Una estocada roza el costado del capitán. Gime, pero no se detiene. El rey sonríe con orgullo. Ataca de nuevo, como si con cada golpe buscara arrancar no solo sangre.
Entonces sucede.
El capitán tropieza. Cae de rodillas. El círculo de hombres enmudece por un instante. El rey alza su espada.
—¡Alto! —grito sin pensarlo.
Todas las miradas se giran hacia mí.
Incluida la del rey.
Me quedo muda cuando todas las miradas se posan en mí. Entonces ocurre lo más inesperado: el capitán aprovecha la distracción a su favor, barre con los pies a Su Majestad y lo derriba ante la sorpresa de todos.

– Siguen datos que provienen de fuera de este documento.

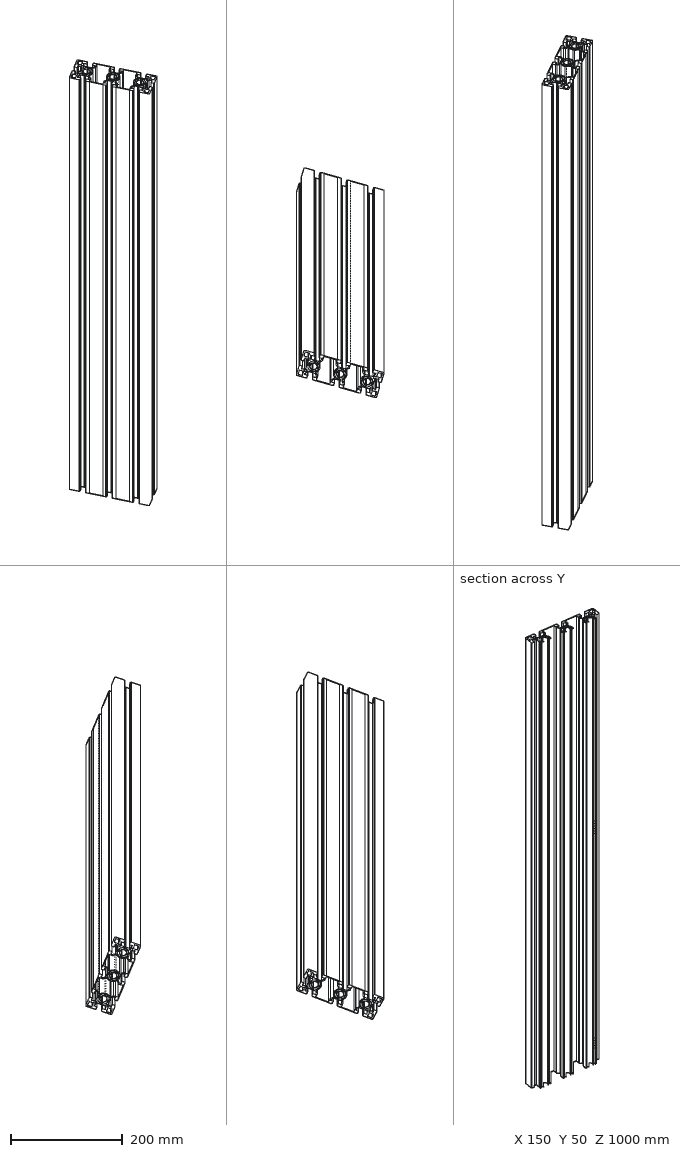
import cadquery as cq
import math

length = 1000.0
pitch = 50.0
columns = (-pitch, 0.0, pitch)
width = len(columns) * pitch
depth = pitch
corner_radius = 2.0

mouth_half = 6.5
throat_half = 5.0
mouth_bevel = 1.0
lip_depth = 6.0
cavity_half = 11.0
cavity_side_depth = 6.5
floor_half = 7.5
floor_depth = 13.0
groove_half = 1.0
groove_depth = 1.0

bore_radius = 6.0
pocket_inner_radius = 6.8
pocket_outer_radius = 10.0
spoke_half_angle = 7.0
core_radius = 12.0

slot_wall = 1.5
face_wall = 1.5
chamber_inset = cavity_half + slot_wall
chamber_top = pitch / 2 - face_wall
slope_end_height = 15.0
core_contact_angle = 54.0

corner_square_near = 14.0
corner_square_far = 22.0
kite_near = 9.0
kite_far = 13.0
kite_side_short = 10.0
kite_side_long = 14.0


def prism(points):
    return cq.Workplane("XY").polyline(points).close().extrude(length)


def polar(radius, degrees):
    angle = math.radians(degrees)
    return radius * math.cos(angle), radius * math.sin(angle)


def t_slot(column, turn):
    """Slot in the -Y face of a module, turned about the module centre."""
    half = [
        (mouth_half, 0),
        (throat_half, mouth_bevel),
        (throat_half, lip_depth),
        (cavity_half, lip_depth),
        (cavity_half, cavity_side_depth),
        (floor_half, floor_depth),
        (groove_half, floor_depth),
    ]
    left = [(-x, inward) for x, inward in half]
    groove_tip = (0, floor_depth + groove_depth)
    outline = [(x, inward - pitch / 2) for x, inward in left + [groove_tip] + half[::-1]]
    return prism(outline).rotate((0, 0, 0), (0, 0, 1), turn).translate((column, 0, 0))


def core_pocket(column, quadrant):
    """Ring sector between two radial spokes."""
    start = 90 * quadrant + spoke_half_angle
    middle = 90 * quadrant + 45
    end = 90 * (quadrant + 1) - spoke_half_angle
    return (
        cq.Workplane("XY", origin=(column, 0, 0))
        .moveTo(*polar(pocket_inner_radius, start))
        .lineTo(*polar(pocket_outer_radius, start))
        .threePointArc(polar(pocket_outer_radius, middle), polar(pocket_outer_radius, end))
        .lineTo(*polar(pocket_inner_radius, end))
        .threePointArc(polar(pocket_inner_radius, middle), polar(pocket_inner_radius, start))
        .close()
        .extrude(length)
    )


def chamber(center):
    """Chamber whose sides follow the slot walls and the round cores."""
    half_gap = pitch / 2
    contact_x, contact_y = polar(core_radius, core_contact_angle)
    contact_x = half_gap - contact_x
    side_x = half_gap - chamber_inset
    bulge_x = half_gap - core_radius
    return (
        cq.Workplane("XY", origin=(center, 0, 0))
        .moveTo(-contact_x, contact_y)
        .lineTo(-side_x, slope_end_height)
        .lineTo(-side_x, chamber_top)
        .lineTo(side_x, chamber_top)
        .lineTo(side_x, slope_end_height)
        .lineTo(contact_x, contact_y)
        .threePointArc((bulge_x, 0), (contact_x, -contact_y))
        .lineTo(side_x, -slope_end_height)
        .lineTo(side_x, -chamber_top)
        .lineTo(-side_x, -chamber_top)
        .lineTo(-side_x, -slope_end_height)
        .lineTo(-contact_x, -contact_y)
        .threePointArc((-bulge_x, 0), (-contact_x, contact_y))
        .close()
        .extrude(length)
    )


def corner_voids(side_x, side_y):
    """Square void at the corner and a kite void next to the core, both on the diagonal."""
    near, far = corner_square_near, corner_square_far
    square = [(near, near), (near, far), (far, far), (far, near)]
    kite = [
        (kite_near, kite_near),
        (kite_side_short, kite_side_long),
        (kite_far, kite_far),
        (kite_side_long, kite_side_short),
    ]
    return [prism([(side_x * (pitch + x), side_y * y) for x, y in shape]) for shape in (square, kite)]


profile = cq.Workplane("XY").rect(width, depth).extrude(length).edges("|Z").fillet(corner_radius)

for column in columns:
    for turn in (0, 180):
        profile = profile.cut(t_slot(column, turn))
profile = profile.cut(t_slot(columns[0], -90)).cut(t_slot(columns[-1], 90))

for column in columns:
    bore = cq.Workplane("XY", origin=(column, 0, 0)).circle(bore_radius).extrude(length)
    profile = profile.cut(bore)
    for quadrant in range(4):
        profile = profile.cut(core_pocket(column, quadrant))

for center in (-pitch / 2, pitch / 2):
    profile = profile.cut(chamber(center))

for side_x in (-1, 1):
    for side_y in (-1, 1):
        for void in corner_voids(side_x, side_y):
            profile = profile.cut(void)

result = profile

Sin perder tiempo, toma una daga y la coloca en su cuello. Le susurra algo al oído —nadie más lo escucha— y luego levanta la mano en señal de triunfo.
—¡¡Victoria!! —grita.
Los piratas estallan en vítores. Gritan, lanzan cerveza al suelo y al aire, celebrando con desenfreno.

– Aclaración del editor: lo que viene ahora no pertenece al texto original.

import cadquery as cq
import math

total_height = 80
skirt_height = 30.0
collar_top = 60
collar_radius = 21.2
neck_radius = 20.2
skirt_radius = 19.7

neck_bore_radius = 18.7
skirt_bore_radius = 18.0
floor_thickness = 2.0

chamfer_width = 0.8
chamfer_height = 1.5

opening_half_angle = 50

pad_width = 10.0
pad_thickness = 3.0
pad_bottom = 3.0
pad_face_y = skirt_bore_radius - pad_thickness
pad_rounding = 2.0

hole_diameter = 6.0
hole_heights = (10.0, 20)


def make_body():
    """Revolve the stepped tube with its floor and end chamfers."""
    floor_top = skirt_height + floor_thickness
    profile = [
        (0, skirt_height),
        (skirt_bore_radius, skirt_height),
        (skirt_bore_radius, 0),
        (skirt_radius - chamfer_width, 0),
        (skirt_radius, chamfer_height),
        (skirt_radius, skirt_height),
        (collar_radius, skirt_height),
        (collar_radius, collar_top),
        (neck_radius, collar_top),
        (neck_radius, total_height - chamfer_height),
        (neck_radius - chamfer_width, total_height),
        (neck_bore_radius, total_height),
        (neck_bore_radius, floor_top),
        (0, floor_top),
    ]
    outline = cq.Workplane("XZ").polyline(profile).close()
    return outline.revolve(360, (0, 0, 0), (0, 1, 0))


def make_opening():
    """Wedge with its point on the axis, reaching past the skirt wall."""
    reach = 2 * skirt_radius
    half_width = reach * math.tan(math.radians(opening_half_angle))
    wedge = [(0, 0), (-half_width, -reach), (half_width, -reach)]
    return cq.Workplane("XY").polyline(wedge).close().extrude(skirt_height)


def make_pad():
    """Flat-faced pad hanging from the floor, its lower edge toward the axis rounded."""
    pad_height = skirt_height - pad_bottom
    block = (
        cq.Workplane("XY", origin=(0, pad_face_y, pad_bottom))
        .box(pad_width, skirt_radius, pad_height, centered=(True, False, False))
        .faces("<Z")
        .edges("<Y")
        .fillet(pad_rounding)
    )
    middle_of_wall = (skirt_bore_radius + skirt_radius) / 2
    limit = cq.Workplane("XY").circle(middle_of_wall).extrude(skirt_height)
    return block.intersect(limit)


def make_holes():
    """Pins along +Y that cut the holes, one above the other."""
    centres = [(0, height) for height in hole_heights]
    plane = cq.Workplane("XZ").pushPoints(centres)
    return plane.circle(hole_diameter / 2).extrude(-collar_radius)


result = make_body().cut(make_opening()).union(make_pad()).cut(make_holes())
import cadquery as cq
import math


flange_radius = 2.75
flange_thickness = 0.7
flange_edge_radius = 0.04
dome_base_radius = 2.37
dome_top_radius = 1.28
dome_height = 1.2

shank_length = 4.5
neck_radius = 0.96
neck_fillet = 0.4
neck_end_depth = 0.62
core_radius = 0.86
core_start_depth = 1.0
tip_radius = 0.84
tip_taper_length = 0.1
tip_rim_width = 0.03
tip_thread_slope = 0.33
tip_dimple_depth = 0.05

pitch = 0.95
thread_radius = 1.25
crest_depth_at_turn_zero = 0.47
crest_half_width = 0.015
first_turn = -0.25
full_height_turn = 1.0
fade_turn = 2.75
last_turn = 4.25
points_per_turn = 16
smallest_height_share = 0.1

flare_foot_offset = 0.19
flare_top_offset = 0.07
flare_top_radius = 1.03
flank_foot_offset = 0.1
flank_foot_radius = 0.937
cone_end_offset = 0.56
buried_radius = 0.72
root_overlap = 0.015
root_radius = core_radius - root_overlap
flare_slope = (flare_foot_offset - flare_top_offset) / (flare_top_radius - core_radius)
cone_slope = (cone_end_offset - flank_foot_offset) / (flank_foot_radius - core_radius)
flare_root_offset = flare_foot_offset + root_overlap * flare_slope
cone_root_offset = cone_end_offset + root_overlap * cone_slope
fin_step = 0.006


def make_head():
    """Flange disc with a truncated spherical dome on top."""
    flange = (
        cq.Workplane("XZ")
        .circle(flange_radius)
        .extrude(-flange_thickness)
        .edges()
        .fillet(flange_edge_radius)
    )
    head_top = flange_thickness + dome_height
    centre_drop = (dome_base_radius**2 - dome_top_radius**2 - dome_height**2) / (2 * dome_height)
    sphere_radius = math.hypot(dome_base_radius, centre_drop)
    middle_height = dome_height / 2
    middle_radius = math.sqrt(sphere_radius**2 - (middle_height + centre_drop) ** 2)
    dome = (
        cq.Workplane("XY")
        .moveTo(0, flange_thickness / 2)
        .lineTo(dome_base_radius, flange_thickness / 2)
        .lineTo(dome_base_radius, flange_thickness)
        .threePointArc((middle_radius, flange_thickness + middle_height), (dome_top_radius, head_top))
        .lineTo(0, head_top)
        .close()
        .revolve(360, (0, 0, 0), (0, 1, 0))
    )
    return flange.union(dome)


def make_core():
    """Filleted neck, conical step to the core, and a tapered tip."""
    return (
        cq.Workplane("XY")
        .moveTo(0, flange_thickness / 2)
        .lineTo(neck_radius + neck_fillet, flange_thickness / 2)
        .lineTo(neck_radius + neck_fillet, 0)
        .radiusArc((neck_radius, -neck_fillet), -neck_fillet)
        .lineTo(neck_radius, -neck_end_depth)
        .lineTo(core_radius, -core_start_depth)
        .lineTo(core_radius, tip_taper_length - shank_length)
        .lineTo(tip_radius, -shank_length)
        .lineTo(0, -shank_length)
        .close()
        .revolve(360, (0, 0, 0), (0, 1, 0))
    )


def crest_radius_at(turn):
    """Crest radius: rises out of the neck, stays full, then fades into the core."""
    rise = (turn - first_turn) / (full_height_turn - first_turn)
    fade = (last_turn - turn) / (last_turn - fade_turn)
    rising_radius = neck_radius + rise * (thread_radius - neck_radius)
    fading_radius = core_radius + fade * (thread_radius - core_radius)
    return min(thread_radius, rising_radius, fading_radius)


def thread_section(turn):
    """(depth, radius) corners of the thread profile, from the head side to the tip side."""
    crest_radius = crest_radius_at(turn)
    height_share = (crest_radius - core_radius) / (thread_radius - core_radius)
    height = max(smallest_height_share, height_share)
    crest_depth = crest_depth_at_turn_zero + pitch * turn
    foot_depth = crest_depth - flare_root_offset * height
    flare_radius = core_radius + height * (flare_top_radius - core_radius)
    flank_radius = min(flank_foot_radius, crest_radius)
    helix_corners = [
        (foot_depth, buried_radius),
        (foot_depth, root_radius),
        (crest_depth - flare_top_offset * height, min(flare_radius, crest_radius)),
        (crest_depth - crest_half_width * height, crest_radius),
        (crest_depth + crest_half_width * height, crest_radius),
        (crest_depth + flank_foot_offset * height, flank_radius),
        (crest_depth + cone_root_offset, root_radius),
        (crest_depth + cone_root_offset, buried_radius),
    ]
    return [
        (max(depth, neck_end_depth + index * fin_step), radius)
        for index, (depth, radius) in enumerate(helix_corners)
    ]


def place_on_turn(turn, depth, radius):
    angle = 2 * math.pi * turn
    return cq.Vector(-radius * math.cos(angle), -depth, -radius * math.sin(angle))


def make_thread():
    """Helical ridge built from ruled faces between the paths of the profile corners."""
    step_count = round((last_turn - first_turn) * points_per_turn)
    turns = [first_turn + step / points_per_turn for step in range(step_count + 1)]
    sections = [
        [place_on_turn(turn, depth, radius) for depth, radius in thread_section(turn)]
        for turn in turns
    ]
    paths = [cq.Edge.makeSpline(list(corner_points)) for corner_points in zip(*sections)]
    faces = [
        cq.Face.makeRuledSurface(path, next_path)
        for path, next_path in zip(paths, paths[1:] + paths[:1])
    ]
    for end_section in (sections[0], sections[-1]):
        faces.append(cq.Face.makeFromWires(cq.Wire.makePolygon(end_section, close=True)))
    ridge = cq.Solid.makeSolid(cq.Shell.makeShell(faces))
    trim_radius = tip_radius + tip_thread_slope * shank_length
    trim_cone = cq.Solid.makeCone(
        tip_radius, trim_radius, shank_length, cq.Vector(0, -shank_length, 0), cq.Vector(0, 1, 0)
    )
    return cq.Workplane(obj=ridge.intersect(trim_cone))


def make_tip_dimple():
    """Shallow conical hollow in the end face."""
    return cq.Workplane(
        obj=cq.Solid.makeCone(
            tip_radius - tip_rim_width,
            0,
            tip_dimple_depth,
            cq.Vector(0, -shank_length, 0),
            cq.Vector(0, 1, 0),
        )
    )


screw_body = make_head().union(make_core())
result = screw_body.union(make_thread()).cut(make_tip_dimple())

Yo solo puedo quedarme ahí, en completo desconcierto.
Veo cómo el capitán ayuda a su sobrino a ponerse de pie, y es entonces cuando lo comprendo: la pelea no era real, solo era un duelo amistoso que interrumpí con mi presencia.
Sintiéndome totalmente avergonzada, salgo disparada hacia el camarote, deseando esconderme y no tener que verle la cara al rey.
Cierro la puerta tras de mí con un portazo suave, aunque mis pasos no han sido nada discretos. Me dejo caer en la cama, con el rostro ardiendo de vergüenza y el corazón aún latiendo como tambor de guerra. ¿Por qué no me detuve a observar mejor? ¿Por qué grité?
Escucho pasos rápidos y Firmes.
Contengo la respiración. Tal vez solo pasan de largo. Tal vez nadie…
Golpean la puerta.
—¿Puedo pasar? —es la voz del rey. Sereno. Demasiado sereno.
No respondo. Me quedo inmóvil, como si el silencio pudiera hacerme invisible. Pero la puerta se abre igual.
Él entra. Alto, con la camisa aún manchada de sudor, la espada envainada, los ojos clavados en mí con una mezcla imposible de descifrar.
—¿Querías salvarme? —pregunta con una sonrisa que no sé si es burla o gratitud.
No sé qué responder. No puedo sostenerle la mirada.
Él se cruza de brazos.
—Podrías haber gritado antes —dice, como si nada—. Así habría ganado yo.
Se ríe de mi desconcierto, como si mi vergüenza fuera parte de su diversión. Luego se acerca a un baúl, lo abre con calma y toma una camisa blanca. Sin el menor pudor, se quita la que lleva puesta —aún sucia y empapada de sudor— y la lanza sobre la silla junto a la cama.
Se cambia ahí mismo, sin decir palabra, como si yo no estuviera.
No sé dónde mirar. Mis ojos, traicioneros, se deslizan un segundo por su torso antes de que mi sentido común me obligue a girarme por completo, dándole la espalda.
—Lo siento —murmuro, con la voz apenas audible.
Él no responde.
Mi corazón late con fuerza. No me atrevo a moverme. No sé si quedarme, salir corriendo o desaparecer.
—En una hora servirán el almuerzo. Te sugiero que salgas antes o no alcanzarás —dice, sin mirarme más. Con un gesto indiferente, se da la vuelta y se va sin decir nada más.
Me quedo allí, paralizada, con el sonido de la puerta cerrándose resonando en mis oídos. Lentamente, me tiro a la cama, derrotada. No tengo hambre, no puedo dejar de pensar en lo que acabo de ver. Su imagen, su torso, sigue grabado en mi mente, y por más que intento apartarlo, cada vez se vuelve más presente. No hay manera de sacarlo.
Cierro los ojos con fuerza, tratando de borrar la imagen, pero es inútil. La sensación de su presencia me siguen; entonces se que de verdad me gusta.